ACCESS DENIED. SYSTEM ENCRYPTED: LEGACY OVERRIDE REQUIRED.
On the screen, Jace threw a heavy tool against the gate’s control box, sparks flying in a brilliant, terrifying shower of gold, but the heavy iron didn't budge. Rhys looked up at my window again, his hands gripping the bars so hard his knuckles were white. He looked like a man watching his world end, and I was the one trapped inside the countdown. The wind outside picked up, whipping his hair across his face, but he didn't flinch. He just stared at the spot where he knew I was, his presence a silent promise that he wouldn't stop until the stone itself turned to dust.
I was a girl who could ghost through any server on the planet, and I was currently being held hostage by my father's old hardware while the man I loved was forced to watch me freeze. The absurdity of it was almost enough to make me laugh, if my lungs didn't feel like they were being lined with glass. I watched as Jace backed the truck up, the tires spinning and spitting gravel into the night air. He was positioning it for the pull, the heavy chains clinking as Grant hooked them to the reinforced bars of the gate.

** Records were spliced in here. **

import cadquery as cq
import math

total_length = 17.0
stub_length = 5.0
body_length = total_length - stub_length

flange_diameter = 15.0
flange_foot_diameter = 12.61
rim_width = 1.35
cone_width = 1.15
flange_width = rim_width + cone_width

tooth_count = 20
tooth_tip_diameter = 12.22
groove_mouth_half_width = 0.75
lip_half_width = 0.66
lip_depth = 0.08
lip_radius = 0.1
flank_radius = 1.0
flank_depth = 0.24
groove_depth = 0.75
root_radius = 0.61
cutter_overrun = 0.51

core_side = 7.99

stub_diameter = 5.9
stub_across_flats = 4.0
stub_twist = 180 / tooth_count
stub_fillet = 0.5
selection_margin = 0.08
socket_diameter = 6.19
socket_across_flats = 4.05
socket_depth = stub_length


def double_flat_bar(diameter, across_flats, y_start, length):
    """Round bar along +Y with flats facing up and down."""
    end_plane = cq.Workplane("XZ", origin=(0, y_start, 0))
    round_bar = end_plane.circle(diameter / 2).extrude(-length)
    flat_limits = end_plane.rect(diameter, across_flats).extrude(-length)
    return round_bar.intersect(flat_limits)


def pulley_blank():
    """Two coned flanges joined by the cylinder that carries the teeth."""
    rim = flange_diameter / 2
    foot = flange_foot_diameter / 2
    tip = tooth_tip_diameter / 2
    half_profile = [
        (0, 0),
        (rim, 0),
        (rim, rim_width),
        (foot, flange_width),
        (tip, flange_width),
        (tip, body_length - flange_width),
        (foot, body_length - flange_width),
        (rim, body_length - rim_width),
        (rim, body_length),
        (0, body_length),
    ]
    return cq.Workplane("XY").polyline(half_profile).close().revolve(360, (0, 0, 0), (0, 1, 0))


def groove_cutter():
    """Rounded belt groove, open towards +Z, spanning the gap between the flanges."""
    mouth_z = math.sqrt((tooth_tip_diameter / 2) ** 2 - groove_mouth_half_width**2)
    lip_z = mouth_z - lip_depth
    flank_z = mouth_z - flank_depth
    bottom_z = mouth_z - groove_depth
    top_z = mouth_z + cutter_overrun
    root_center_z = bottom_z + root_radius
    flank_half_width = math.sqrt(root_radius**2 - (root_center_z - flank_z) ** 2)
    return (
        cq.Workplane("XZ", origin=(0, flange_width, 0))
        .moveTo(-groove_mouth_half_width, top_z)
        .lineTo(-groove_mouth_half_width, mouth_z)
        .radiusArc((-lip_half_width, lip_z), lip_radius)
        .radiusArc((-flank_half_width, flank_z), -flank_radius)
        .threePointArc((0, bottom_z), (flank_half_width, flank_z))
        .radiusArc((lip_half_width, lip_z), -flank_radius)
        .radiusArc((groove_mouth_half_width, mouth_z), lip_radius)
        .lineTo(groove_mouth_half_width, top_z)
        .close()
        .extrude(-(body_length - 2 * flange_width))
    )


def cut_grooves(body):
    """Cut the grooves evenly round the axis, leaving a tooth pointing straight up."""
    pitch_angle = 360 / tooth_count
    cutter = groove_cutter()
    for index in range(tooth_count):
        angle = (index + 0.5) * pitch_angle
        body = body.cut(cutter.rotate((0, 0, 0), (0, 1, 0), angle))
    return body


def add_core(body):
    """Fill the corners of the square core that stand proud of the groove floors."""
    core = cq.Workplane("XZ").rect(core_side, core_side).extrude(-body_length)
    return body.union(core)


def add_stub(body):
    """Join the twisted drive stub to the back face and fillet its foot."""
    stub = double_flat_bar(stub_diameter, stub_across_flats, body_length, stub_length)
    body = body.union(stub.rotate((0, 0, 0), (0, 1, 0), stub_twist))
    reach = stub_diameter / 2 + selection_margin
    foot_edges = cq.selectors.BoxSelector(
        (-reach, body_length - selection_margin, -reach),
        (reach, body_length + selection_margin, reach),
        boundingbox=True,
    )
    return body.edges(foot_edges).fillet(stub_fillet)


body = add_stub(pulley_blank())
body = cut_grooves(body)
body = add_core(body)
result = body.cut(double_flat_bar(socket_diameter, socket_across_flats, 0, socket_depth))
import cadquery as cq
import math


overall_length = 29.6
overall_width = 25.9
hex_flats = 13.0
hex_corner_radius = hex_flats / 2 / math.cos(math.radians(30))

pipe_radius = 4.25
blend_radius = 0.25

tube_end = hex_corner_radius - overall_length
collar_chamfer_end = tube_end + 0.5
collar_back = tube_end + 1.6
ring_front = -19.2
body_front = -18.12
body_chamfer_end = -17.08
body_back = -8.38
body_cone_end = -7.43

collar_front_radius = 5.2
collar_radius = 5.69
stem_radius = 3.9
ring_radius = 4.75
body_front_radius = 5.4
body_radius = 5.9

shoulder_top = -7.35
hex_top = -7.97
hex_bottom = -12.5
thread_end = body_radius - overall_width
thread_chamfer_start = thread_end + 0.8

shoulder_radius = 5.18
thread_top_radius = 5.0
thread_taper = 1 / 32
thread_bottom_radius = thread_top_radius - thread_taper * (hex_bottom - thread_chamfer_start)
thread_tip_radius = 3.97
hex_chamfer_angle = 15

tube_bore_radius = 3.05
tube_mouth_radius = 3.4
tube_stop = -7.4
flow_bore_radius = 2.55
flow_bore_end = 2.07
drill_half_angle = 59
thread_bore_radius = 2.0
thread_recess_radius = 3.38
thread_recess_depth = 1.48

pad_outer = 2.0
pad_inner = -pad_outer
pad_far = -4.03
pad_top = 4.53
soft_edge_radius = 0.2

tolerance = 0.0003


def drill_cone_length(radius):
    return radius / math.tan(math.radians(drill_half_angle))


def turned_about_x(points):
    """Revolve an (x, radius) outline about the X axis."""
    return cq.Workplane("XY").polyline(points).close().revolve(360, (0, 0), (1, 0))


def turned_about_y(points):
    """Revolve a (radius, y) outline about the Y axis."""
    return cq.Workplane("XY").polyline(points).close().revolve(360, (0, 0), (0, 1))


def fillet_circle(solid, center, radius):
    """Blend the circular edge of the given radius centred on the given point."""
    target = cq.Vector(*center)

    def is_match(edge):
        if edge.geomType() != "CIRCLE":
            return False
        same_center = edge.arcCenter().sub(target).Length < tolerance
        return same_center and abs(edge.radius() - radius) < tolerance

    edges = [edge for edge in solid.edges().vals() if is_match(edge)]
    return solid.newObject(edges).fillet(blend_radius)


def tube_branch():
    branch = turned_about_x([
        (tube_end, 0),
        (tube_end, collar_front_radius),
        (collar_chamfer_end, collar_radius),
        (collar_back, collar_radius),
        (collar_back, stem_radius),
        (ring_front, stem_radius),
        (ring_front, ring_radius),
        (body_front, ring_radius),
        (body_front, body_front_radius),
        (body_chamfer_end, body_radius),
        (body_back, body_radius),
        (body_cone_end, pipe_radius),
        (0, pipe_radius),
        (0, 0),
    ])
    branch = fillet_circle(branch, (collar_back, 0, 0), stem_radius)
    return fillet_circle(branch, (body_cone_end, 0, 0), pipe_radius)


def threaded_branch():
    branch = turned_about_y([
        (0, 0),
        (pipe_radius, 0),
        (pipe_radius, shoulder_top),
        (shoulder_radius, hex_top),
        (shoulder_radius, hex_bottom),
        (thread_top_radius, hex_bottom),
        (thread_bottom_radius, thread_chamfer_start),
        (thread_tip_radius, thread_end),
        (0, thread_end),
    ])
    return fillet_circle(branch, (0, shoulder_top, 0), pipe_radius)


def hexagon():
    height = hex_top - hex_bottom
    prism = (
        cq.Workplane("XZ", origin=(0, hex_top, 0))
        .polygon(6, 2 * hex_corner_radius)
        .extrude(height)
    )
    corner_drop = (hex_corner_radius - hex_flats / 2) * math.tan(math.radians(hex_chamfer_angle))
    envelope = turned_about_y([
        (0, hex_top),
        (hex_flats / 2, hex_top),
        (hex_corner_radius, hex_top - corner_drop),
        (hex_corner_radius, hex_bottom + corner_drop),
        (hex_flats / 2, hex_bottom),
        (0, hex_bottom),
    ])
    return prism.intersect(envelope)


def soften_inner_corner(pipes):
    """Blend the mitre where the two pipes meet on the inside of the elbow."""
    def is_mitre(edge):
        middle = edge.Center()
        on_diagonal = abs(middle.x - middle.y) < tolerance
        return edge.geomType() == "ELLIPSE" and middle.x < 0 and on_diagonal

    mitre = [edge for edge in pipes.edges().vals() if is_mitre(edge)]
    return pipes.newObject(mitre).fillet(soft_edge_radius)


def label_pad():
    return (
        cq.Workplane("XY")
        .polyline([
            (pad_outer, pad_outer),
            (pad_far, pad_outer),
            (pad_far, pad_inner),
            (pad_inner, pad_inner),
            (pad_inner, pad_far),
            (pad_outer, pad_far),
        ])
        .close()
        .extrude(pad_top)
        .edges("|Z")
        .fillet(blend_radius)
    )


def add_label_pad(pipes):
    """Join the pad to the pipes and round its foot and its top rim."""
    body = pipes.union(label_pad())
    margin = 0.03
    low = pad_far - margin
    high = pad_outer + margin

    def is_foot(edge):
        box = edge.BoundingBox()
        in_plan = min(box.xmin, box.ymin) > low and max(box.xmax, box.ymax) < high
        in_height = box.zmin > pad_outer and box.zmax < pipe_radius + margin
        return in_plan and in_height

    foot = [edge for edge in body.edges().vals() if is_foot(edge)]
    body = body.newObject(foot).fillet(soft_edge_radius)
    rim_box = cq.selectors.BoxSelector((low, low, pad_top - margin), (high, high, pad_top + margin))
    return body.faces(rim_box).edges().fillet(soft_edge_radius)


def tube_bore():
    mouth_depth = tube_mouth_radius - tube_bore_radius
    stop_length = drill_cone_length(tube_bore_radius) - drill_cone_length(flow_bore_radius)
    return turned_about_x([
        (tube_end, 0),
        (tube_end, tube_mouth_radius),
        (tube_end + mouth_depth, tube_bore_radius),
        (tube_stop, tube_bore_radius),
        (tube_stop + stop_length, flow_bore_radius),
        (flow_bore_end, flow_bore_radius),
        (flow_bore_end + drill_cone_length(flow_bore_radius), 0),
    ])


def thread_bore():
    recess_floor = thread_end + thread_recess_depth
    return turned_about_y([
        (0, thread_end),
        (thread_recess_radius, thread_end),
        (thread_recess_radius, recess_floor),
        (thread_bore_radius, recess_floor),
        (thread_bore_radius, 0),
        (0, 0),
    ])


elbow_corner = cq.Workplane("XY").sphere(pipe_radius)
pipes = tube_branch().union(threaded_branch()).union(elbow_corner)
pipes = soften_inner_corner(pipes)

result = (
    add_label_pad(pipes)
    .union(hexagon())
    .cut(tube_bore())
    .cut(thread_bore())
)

The hum in the speakers grew louder, a low-frequency vibration that felt like Dale’s laughter. It was a mocking sound, a reminder that no matter how fast I ran, the shadows of the past were always faster. I curled into a ball on the floor, the laptop’s heat the only thing keeping my hands from turning blue, my eyes fixed on the distant, frantic lights of Jace’s truck. For the first time in my life, I didn't want a firewall. I didn't want a password or an encrypted shield. I just wanted Rhys to break through. I wanted the glass to shatter and the world to rush in, even if it meant the danger came with it.